Does this mean the instruction pointer is not progressing while a step is pending?
(In reply to comment #1) > Does this mean the instruction pointer is not progressing while a step is > pending? Yes. Right now, the disassembly view is not synchronized with the instruction pointer while stepping, i.e handleTargetSuspended handler execute asyncExec, it is lagging behind each step for updating PC. Also retriving disassembly is done asynchronously on the DSF executor. Note that there is an option to synchronize views for every step, it is under Run/Debug | View Performance. The disassembly should support this option and synchronize view update and instruction pointer update for each step. I'll file a separate bug entry for this enhancement. Here is a simple fix for optimizing the DSF disassembly view implementation, this is based on Pawel's suggestion on the mailing list. Before calling fCallback.handleTargetSuspended in handeEvent(ISuspendedDMEvent) it needs to check if there is outstanding stepping request. Is this the right place to insert the code? I have experimented with this check and stepping is much faster when the Disassembly view is open. I am not sure if we need to do the same thing for the IResumedDMEvent handler, because I don't see any performance improvement with the change in the handler. The change is only couple lines of code, so I am wondering whether we can have this fix for Indigo release? Is it too late?

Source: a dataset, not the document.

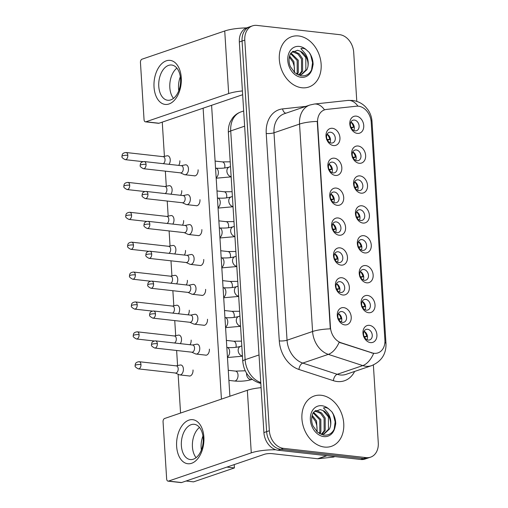 <?xml version="1.0" encoding="UTF-8"?>
<svg xmlns="http://www.w3.org/2000/svg" width="508" height="508" viewBox="0 0 508 508"><rect width="100%" height="100%" fill="white"/><g stroke="black" fill="none" stroke-linecap="round" stroke-linejoin="round"><path stroke-width="0.76" d="M335.401 175.451A8.865 6.737 -108.8 0 1 327.882 166.04A8.865 6.737 -108.8 0 1 334.315 158.191A8.865 6.737 -108.8 0 1 341.827 167.602A8.865 6.737 -108.8 0 1 335.401 175.451M332.473 162.122A5.537 4.21 71.2 0 0 331.025 162.274A5.537 4.21 71.2 0 0 328.574 167.964A5.537 4.21 71.2 0 0 333.153 172.911A5.537 4.21 71.2 0 0 334.601 172.764A5.537 4.21 71.2 0 0 337.045 167.075A5.537 4.21 71.2 0 0 332.473 162.122M337.28 205.34A8.865 6.737 -108.8 0 1 329.762 195.929A8.865 6.737 -108.8 0 1 336.194 188.074A8.865 6.737 -108.8 0 1 343.706 197.491A8.865 6.737 -108.8 0 1 337.28 205.34M334.353 192.011A5.537 4.21 71.2 0 0 332.905 192.164A5.537 4.21 71.2 0 0 330.46 197.847A5.537 4.21 71.2 0 0 335.032 202.8A5.537 4.21 71.2 0 0 336.48 202.648A5.537 4.21 71.2 0 0 338.925 196.964A5.537 4.21 71.2 0 0 334.353 192.011M339.16 235.229A8.865 6.737 -108.8 0 1 331.648 225.819A8.865 6.737 -108.8 0 1 338.074 217.964A8.865 6.737 -108.8 0 1 345.586 227.374A8.865 6.737 -108.8 0 1 339.16 235.229M336.233 221.901A5.537 4.21 71.2 0 0 334.785 222.053A5.537 4.21 71.2 0 0 332.34 227.736A5.537 4.21 71.2 0 0 336.912 232.689A5.537 4.21 71.2 0 0 338.36 232.537A5.537 4.21 71.2 0 0 340.805 226.854A5.537 4.21 71.2 0 0 336.233 221.901M341.039 265.119A8.865 6.737 -108.8 0 1 333.527 255.708A8.865 6.737 -108.8 0 1 339.954 247.853A8.865 6.737 -108.8 0 1 347.466 257.264A8.865 6.737 -108.8 0 1 341.039 265.119M338.112 251.784A5.537 4.21 71.2 0 0 336.664 251.936A5.537 4.21 71.2 0 0 334.22 257.626A5.537 4.21 71.2 0 0 338.792 262.579A5.537 4.21 71.2 0 0 340.239 262.426A5.537 4.21 71.2 0 0 342.684 256.737A5.537 4.21 71.2 0 0 338.112 251.784M342.919 295.002A8.865 6.737 -108.8 0 1 335.407 285.591A8.865 6.737 -108.8 0 1 341.833 277.743A8.865 6.737 -108.8 0 1 349.345 287.153A8.865 6.737 -108.8 0 1 342.919 295.002M339.992 281.673A5.537 4.21 71.2 0 0 338.544 281.826A5.537 4.21 71.2 0 0 336.099 287.515A5.537 4.21 71.2 0 0 340.671 292.462A5.537 4.21 71.2 0 0 342.119 292.316A5.537 4.21 71.2 0 0 344.57 286.626A5.537 4.21 71.2 0 0 339.992 281.673M344.799 324.891A8.865 6.737 -108.8 0 1 337.287 315.481A8.865 6.737 -108.8 0 1 343.713 307.626A8.865 6.737 -108.8 0 1 351.225 317.043A8.865 6.737 -108.8 0 1 344.799 324.891M341.871 311.563A5.537 4.21 71.2 0 0 340.424 311.715A5.537 4.21 71.2 0 0 337.979 317.398A5.537 4.21 71.2 0 0 342.551 322.351A5.537 4.21 71.2 0 0 343.999 322.199A5.537 4.21 71.2 0 0 346.45 316.516A5.537 4.21 71.2 0 0 341.871 311.563M333.515 145.567A8.865 6.737 -108.8 0 1 326.003 136.157A8.865 6.737 -108.8 0 1 332.429 128.302A8.865 6.737 -108.8 0 1 339.947 137.712A8.865 6.737 -108.8 0 1 333.515 145.567M330.594 132.232A5.537 4.21 71.2 0 0 329.146 132.385A5.537 4.21 71.2 0 0 326.695 138.074A5.537 4.21 71.2 0 0 331.273 143.027A5.537 4.21 71.2 0 0 332.721 142.875A5.537 4.21 71.2 0 0 335.166 137.185A5.537 4.21 71.2 0 0 330.594 132.232M359.2 163.278A8.865 6.737 -108.8 0 1 351.688 153.867A8.865 6.737 -108.8 0 1 358.115 146.012A8.865 6.737 -108.8 0 1 365.633 155.429A8.865 6.737 -108.8 0 1 359.2 163.278M356.279 149.949A5.537 4.21 71.2 0 0 354.832 150.101A5.537 4.21 71.2 0 0 352.381 155.785A5.537 4.21 71.2 0 0 356.959 160.738A5.537 4.21 71.2 0 0 358.407 160.585A5.537 4.21 71.2 0 0 360.851 154.902A5.537 4.21 71.2 0 0 356.279 149.949M361.086 193.167A8.865 6.737 -108.8 0 1 353.568 183.756A8.865 6.737 -108.8 0 1 359.994 175.901A8.865 6.737 -108.8 0 1 367.513 185.312A8.865 6.737 -108.8 0 1 361.086 193.167M358.159 179.838A5.537 4.21 71.2 0 0 356.711 179.984A5.537 4.21 71.2 0 0 354.26 185.674A5.537 4.21 71.2 0 0 358.839 190.627A5.537 4.21 71.2 0 0 360.286 190.475A5.537 4.21 71.2 0 0 362.731 184.785A5.537 4.21 71.2 0 0 358.159 179.838M362.966 223.056A8.865 6.737 -108.8 0 1 355.448 213.639A8.865 6.737 -108.8 0 1 361.88 205.791A8.865 6.737 -108.8 0 1 369.392 215.201A8.865 6.737 -108.8 0 1 362.966 223.056M360.039 209.721A5.537 4.21 71.2 0 0 358.591 209.874A5.537 4.21 71.2 0 0 356.146 215.563A5.537 4.21 71.2 0 0 360.718 220.516A5.537 4.21 71.2 0 0 362.166 220.364A5.537 4.21 71.2 0 0 364.611 214.674A5.537 4.21 71.2 0 0 360.039 209.721M364.846 252.94A8.865 6.737 -108.8 0 1 357.334 243.529A8.865 6.737 -108.8 0 1 363.76 235.68A8.865 6.737 -108.8 0 1 371.272 245.091A8.865 6.737 -108.8 0 1 364.846 252.94M361.918 239.611A5.537 4.21 71.2 0 0 360.47 239.763A5.537 4.21 71.2 0 0 358.026 245.447A5.537 4.21 71.2 0 0 362.598 250.4A5.537 4.21 71.2 0 0 364.046 250.247A5.537 4.21 71.2 0 0 366.49 244.564A5.537 4.21 71.2 0 0 361.918 239.611M366.725 282.829A8.865 6.737 -108.8 0 1 359.213 273.418A8.865 6.737 -108.8 0 1 365.639 265.563A8.865 6.737 -108.8 0 1 373.151 274.98A8.865 6.737 -108.8 0 1 366.725 282.829M363.798 269.5A5.537 4.21 71.2 0 0 362.35 269.653A5.537 4.21 71.2 0 0 359.905 275.336A5.537 4.21 71.2 0 0 364.477 280.289A5.537 4.21 71.2 0 0 365.925 280.137A5.537 4.21 71.2 0 0 368.37 274.453A5.537 4.21 71.2 0 0 363.798 269.5M368.605 312.718A8.865 6.737 -108.8 0 1 361.093 303.308A8.865 6.737 -108.8 0 1 367.519 295.453A8.865 6.737 -108.8 0 1 375.031 304.864A8.865 6.737 -108.8 0 1 368.605 312.718M365.677 299.39A5.537 4.21 71.2 0 0 364.23 299.536A5.537 4.21 71.2 0 0 361.785 305.225A5.537 4.21 71.2 0 0 366.357 310.178A5.537 4.21 71.2 0 0 367.805 310.026A5.537 4.21 71.2 0 0 370.256 304.336A5.537 4.21 71.2 0 0 365.677 299.39M370.484 342.608A8.865 6.737 -108.8 0 1 362.972 333.191A8.865 6.737 -108.8 0 1 369.399 325.342A8.865 6.737 -108.8 0 1 376.911 334.753A8.865 6.737 -108.8 0 1 370.484 342.608M367.557 329.273A5.537 4.21 71.2 0 0 366.109 329.425A5.537 4.21 71.2 0 0 363.665 335.115A5.537 4.21 71.2 0 0 368.236 340.062A5.537 4.21 71.2 0 0 369.684 339.915A5.537 4.21 71.2 0 0 372.135 334.226A5.537 4.21 71.2 0 0 367.557 329.273M357.321 133.388A8.865 6.737 -108.8 0 1 349.809 123.977A8.865 6.737 -108.8 0 1 356.235 116.129A8.865 6.737 -108.8 0 1 363.747 125.539A8.865 6.737 -108.8 0 1 357.321 133.388M354.4 120.059A5.537 4.21 71.2 0 0 352.946 120.212A5.537 4.21 71.2 0 0 350.501 125.895A5.537 4.21 71.2 0 0 355.073 130.848A5.537 4.21 71.2 0 0 356.527 130.696A5.537 4.21 71.2 0 0 358.972 125.012A5.537 4.21 71.2 0 0 354.4 120.059M356.483 106.197A14.961 11.373 -108.8 0 1 358.508 106.204A14.961 11.373 -108.8 0 1 371.189 122.085L384.905 340.043A14.961 11.373 -108.8 0 1 377.965 352.882A14.961 11.373 -108.8 0 1 372.002 352.838L341.084 342.767A14.961 11.373 -108.8 0 1 330.46 327.336L317.589 122.701A14.961 11.373 -108.8 0 1 324.523 109.861A14.961 11.373 -108.8 0 1 326.403 109.442L356.483 106.197M350.92 122.066A5.537 4.21 -108.8 0 1 353.784 130.473M364.084 331.28A5.537 4.21 -108.8 0 1 366.947 339.687M362.204 301.39A5.537 4.21 -108.8 0 1 365.068 309.797M360.318 271.507A5.537 4.21 -108.8 0 1 363.188 279.908M358.438 241.618A5.537 4.21 -108.8 0 1 361.309 250.025M356.559 211.728A5.537 4.21 -108.8 0 1 359.429 220.135M354.679 181.839A5.537 4.21 -108.8 0 1 357.549 190.246M352.8 151.956A5.537 4.21 -108.8 0 1 355.663 160.357M327.114 134.239A5.537 4.21 -108.8 0 1 329.978 142.646M338.398 313.569A5.537 4.21 -108.8 0 1 341.262 321.97M336.518 283.68A5.537 4.21 -108.8 0 1 339.382 292.087M334.639 253.79A5.537 4.21 -108.8 0 1 337.502 262.198M332.753 223.901A5.537 4.21 -108.8 0 1 335.623 232.308M330.873 194.018A5.537 4.21 -108.8 0 1 333.743 202.419M328.994 164.128A5.537 4.21 -108.8 0 1 331.864 172.536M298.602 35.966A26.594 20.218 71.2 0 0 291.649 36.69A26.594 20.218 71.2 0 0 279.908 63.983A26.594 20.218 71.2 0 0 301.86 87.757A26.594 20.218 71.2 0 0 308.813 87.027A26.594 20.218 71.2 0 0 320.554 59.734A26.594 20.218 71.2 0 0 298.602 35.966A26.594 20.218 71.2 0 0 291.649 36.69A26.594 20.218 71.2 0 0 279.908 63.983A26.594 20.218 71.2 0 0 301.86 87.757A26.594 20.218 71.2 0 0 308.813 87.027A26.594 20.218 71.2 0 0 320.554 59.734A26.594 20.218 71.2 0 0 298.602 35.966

(In reply to comment #2) > The change is only couple lines of code, so I am wondering whether we can have > this fix for Indigo release? Is it too late? This is not just a fix, but a major change in behavior. I would be surprised when the view stops updating the IP. It may drop one or the other step (that's the issue you mention above), but I would still want it to update with every step. If you want it to behave different, we probably need a preference. BTW, the expensive thing is the retrieval of disassembly data, so an alternative approach would be to block just the retrieval of new data. In any case, Indigo is not a viable target for that kind of change.
(In reply to comment #3) > In any case, Indigo is not a viable target for that kind of change. Sure, we can wait for post Indigo for this change.